I thought I'd try something diifferent since momma isn't home at the moment.
I boiled my shrimp & seafood mix and kosher salt in a muslin bag, then let it simmer for 30 minutes and removed the bag. I then brought the water back to a boil and added the pasta and let it boil until I had the desired texture (al dente) I wanted. While it was still boiling I added the shrimp for 3 minutes and then drained the whole thing in a colander. Poured it all back in the same pot and added EVOO, basil, and parmigan cheese, at last I added the lump crab meat I then I gently mixed it all up. You can use any kind of shrimp/crab boil mix, just contain it in a tea ball or musling bag.
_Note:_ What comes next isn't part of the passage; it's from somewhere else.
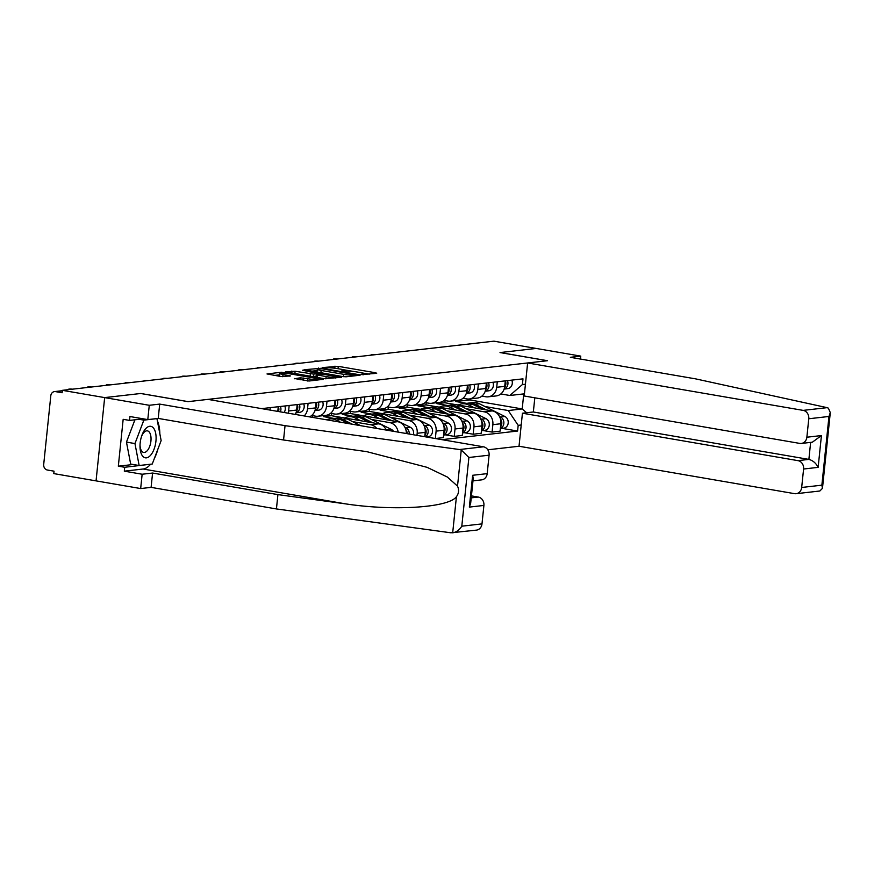 <?xml version="1.0" encoding="UTF-8"?>
<svg xmlns="http://www.w3.org/2000/svg" width="874" height="874" viewBox="0 0 874 874"><rect width="100%" height="100%" fill="white"/><g stroke="black" fill="none" stroke-linecap="round" stroke-linejoin="round"><path stroke-width="1.31" d="M361.76 374.585L376.694 373.307L375.809 372.816L338.271 366.348L322.342 367.572L326.898 367.888A7.724 0.94 5.9 0 1 337.386 368.599L340.51 369.134A7.724 0.94 5.9 0 1 344.389 370.368A7.724 0.94 5.9 0 1 343.373 370.718L341.516 370.98L342.368 371.253L346.301 371.221A7.724 0.94 5.9 0 1 356.778 371.942L359.902 372.477A7.724 0.94 5.9 0 1 363.781 373.701A7.724 0.94 5.9 0 1 362.765 374.061L360.907 374.323L361.76 374.585M294.32 378.486L309.025 381.02L323.391 379.305L281.362 372.237L267.007 373.952L280.936 376.519L290.539 375.951L283.023 374.476A6.457 0.787 5.9 0 1 279.778 373.449A6.457 0.787 5.9 0 1 289.392 373.755L314.094 378.005A6.457 0.787 5.9 0 1 317.338 379.032A6.457 0.787 5.9 0 1 307.724 378.737L300.339 377.797L294.298 378.77M62.382 390.328L493.886 341.166L536.166 348.442L500.026 352.561L547.397 360.711L188.172 401.636L140.801 393.486L104.662 397.604L62.382 390.328L62.13 392.754L55.554 391.628A4.916 4.272 -96.5 0 0 54.494 391.596A4.916 4.272 -96.5 0 0 50.801 395.747L43.7 464.455A4.916 4.272 -96.5 0 0 47.447 470.037L54.035 471.173L53.784 473.599L96.053 480.875L104.662 397.604L96.053 480.875L140.67 488.555L142.145 474.232L152.579 473.042L151.093 487.364L140.67 488.555M342.772 376.574L346.049 376.803L360.088 375.197L359.203 374.706L321.665 368.249L304.032 369.735L342.772 376.574M341.581 377.306L324.265 378.682L285.514 371.843L295.117 371.264L313.613 374.116L317.918 373.548L302.524 370.248L341.581 377.306M487.812 449.793L519.025 446.243L794.553 493.657A7.374 6.402 -96.5 0 0 796.138 493.701A7.374 6.402 -96.5 0 0 801.676 487.474L803.588 469.021A7.374 6.402 -96.5 0 0 797.962 460.642L808.876 459.396C812.907 460.489 815.988 463.144 818.14 467.361L803.588 469.021M497.284 381.774L496.716 387.28A11.307 9.822 83.5 0 1 488.227 396.829L496.235 395.922A11.307 9.822 -96.5 0 0 504.724 386.363L505.292 380.867M456.283 404.717L444.866 402.75L445.095 400.576M466.039 408.682L484.24 411.818A11.307 9.822 83.5 0 1 492.86 424.666L500.857 423.748A11.307 9.822 -96.5 0 0 492.248 410.9L458.162 405.033M500.857 423.748L500.092 431.155L492.095 432.073L483.202 430.543M488.227 396.829A11.307 9.822 83.5 0 1 485.791 396.763L481.924 396.097M492.86 424.666L492.095 432.073M436.967 402.674L436.869 403.657L447.488 405.492M478.373 383.937L477.805 389.433A11.307 9.822 83.5 0 1 469.305 398.992L477.313 398.074A11.307 9.822 -96.5 0 0 485.802 388.515L486.37 383.02M437.361 406.869L425.955 404.902L426.173 402.739M464.291 432.696L473.173 434.225L481.181 433.307L481.945 425.911A11.307 9.822 -96.5 0 0 473.326 413.063L439.251 407.197M469.305 398.992A11.307 9.822 83.5 0 1 466.88 398.915L463.002 398.249M447.117 410.835L465.318 413.97A11.307 9.822 83.5 0 1 473.937 426.818L473.173 434.225M418.045 404.826L417.947 405.82L428.566 407.645M459.451 386.089L458.883 391.585A11.307 9.822 83.5 0 1 450.394 401.144L458.391 400.237A11.307 9.822 -96.5 0 0 466.891 390.678L467.459 385.172M418.438 409.021L407.033 407.066L407.262 404.891M445.369 434.848L454.251 436.377L462.259 435.471L463.023 428.063A11.307 9.822 -96.5 0 0 454.404 415.216L420.328 409.349M450.394 401.144A11.307 9.822 83.5 0 1 447.958 401.079L444.09 400.412M428.205 412.998L446.406 416.122A11.307 9.822 83.5 0 1 455.015 428.97L454.251 436.377M399.134 406.989L399.025 407.972L409.655 409.797M440.529 388.242L439.961 393.748A11.307 9.822 83.5 0 1 431.472 403.296L439.48 402.39A11.307 9.822 -96.5 0 0 447.969 392.83L448.537 387.335M399.516 411.184L388.111 409.218L388.34 407.044M409.283 415.15L427.484 418.285A11.307 9.822 83.5 0 1 436.104 431.133L435.339 438.519L443.337 437.623L444.101 430.216A11.307 9.822 -96.5 0 0 435.481 417.368L401.406 411.501M431.472 403.296A11.307 9.822 83.5 0 1 429.036 403.231L425.168 402.564M380.212 409.141L380.114 410.125L390.733 411.96M421.618 390.405L421.049 395.9A11.307 9.822 83.5 0 1 412.55 405.46L420.558 404.542A11.307 9.822 -96.5 0 0 429.047 394.982L429.615 389.487M380.605 413.336L369.199 411.37L369.418 409.207M424.742 436.694L425.19 432.379A11.307 9.822 -96.5 0 0 416.57 419.52L382.484 413.664M412.55 405.46A11.307 9.822 83.5 0 1 410.114 405.383L406.246 404.717M390.361 417.302L408.562 420.438A11.307 9.822 83.5 0 1 417.182 433.286L416.964 435.361M361.29 411.293L361.191 412.288L371.811 414.112M402.696 392.557L402.127 398.052A11.307 9.822 83.5 0 1 393.639 407.612L401.636 406.694A11.307 9.822 -96.5 0 0 410.125 397.146L410.693 391.639M361.683 415.489L350.277 413.522L350.496 411.359M406.334 433.526A11.307 9.822 -96.5 0 0 397.648 421.683L363.573 415.816A14.749 12.804 83.5 0 1 367.583 414.593A14.749 12.804 83.5 0 1 374.061 415.773L379.677 418.591M393.639 407.612A11.307 9.822 83.5 0 1 391.202 407.535L387.324 406.869M371.439 419.454L389.64 422.59A11.307 9.822 83.5 0 1 398.173 432.127M342.368 413.446L342.269 414.44L352.899 416.264M383.773 394.709L383.205 400.205A11.307 9.822 83.5 0 1 374.717 409.764L382.714 408.857A11.307 9.822 -96.5 0 0 391.213 399.298L391.781 393.803M342.761 417.641L331.355 415.685L331.585 413.511M386.286 430.084A11.307 9.822 -96.5 0 0 378.726 423.835L344.651 417.969M374.717 409.764A11.307 9.822 83.5 0 1 372.28 409.698L368.413 409.032M352.528 421.618L370.729 424.742A11.307 9.822 83.5 0 1 376.738 428.435M323.456 415.609L323.347 416.592L333.977 418.428M364.851 396.862L364.283 402.368A11.307 9.822 83.5 0 1 355.794 411.927L363.803 411.009A11.307 9.822 -96.5 0 0 372.291 401.45L372.859 395.955M312.488 417.379L312.663 415.674M355.794 411.927A11.307 9.822 83.5 0 1 353.358 411.851L349.491 411.184M345.94 399.025L345.372 404.52A11.307 9.822 83.5 0 1 336.872 414.079L344.88 413.162A11.307 9.822 -96.5 0 0 353.369 403.613L353.937 398.107M336.872 414.079A11.307 9.822 83.5 0 1 334.447 414.003L330.569 413.336M327.018 401.177L326.45 406.672A11.307 9.822 83.5 0 1 317.961 416.232L325.958 415.325A11.307 9.822 -96.5 0 0 334.458 405.765L335.026 400.27M317.961 416.232A11.307 9.822 83.5 0 1 315.525 416.166L311.647 415.5M309.418 416.854A11.307 9.822 -96.5 0 0 315.536 407.918L316.104 402.422M308.096 403.329L307.528 408.835A11.307 9.822 83.5 0 1 304.163 415.948M295.325 414.429A11.307 9.822 -96.5 0 0 296.614 410.07L297.182 404.575M289.174 405.492L288.606 410.988A11.307 9.822 83.5 0 1 288.18 413.194M277.779 411.403L278.26 406.727M270.263 407.645L270.011 410.07M323.347 416.592L331.355 415.685M342.269 414.44L350.277 413.522M361.191 412.288L369.199 411.37M380.114 410.125L388.111 409.218M399.025 407.972L407.033 407.066M417.947 405.82L425.955 404.902M436.869 403.657L444.866 402.75M484.961 406.53L508.253 410.54L522.204 408.945L523.755 393.901L509.815 395.485L500.846 393.945M455.889 400.521L455.791 401.505L466.41 403.329M455.791 401.505L469.731 399.921L522.204 408.945L526.618 412.747M469.731 399.921L469.83 398.926M521.221 424.993L518.184 425.343L508.253 410.54M441.971 439.666L517.594 431.046L518.184 425.343M509.815 395.485L522.401 384.56L522.991 378.846L261.621 408.628M522.401 384.56L525.438 384.21M502.124 428.38L517.594 431.046M524.476 393.453L523.755 393.901M369.254 374.159L362.022 372.914M354.167 371.559L342.63 369.571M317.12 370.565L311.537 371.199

You can also re-season the salt as needed. The pasta takes on a great seafood flavoring and the chees compliments the seafood.


----------



## deejaydebi (Aug 7, 2007)

Looks realy good Richoso - wish I could try it - I'm alrergic to shell fish. It is a pretty plate though.


----------



## bigarm's smokin (Aug 7, 2007)

*Should I say, "Oh God Debi, I'm so sorry", or, "Don't worry Deb, tastes like **** anyway" , 
	

	
	
		
		



		
		
	


	





  haha  Terry*


----------



## richoso1 (Aug 8, 2007)

Terry, you remind me of a celebrity... Roseanne Barr! She can talk smack and make me laugh at the sametime.


----------



## bigarm's smokin (Aug 9, 2007)

*Dang!! I don't know whether to be honered or insulted????  haha , Roseanne, is kind of mouthy little snot, where as I, am a SUPER nice guy!! But, if you got a chuckle, thats great. I like it when people smile. Thanks for your comment, it is appreciated! Terry
	

	
	
		
		



		
		
	


	



*


----------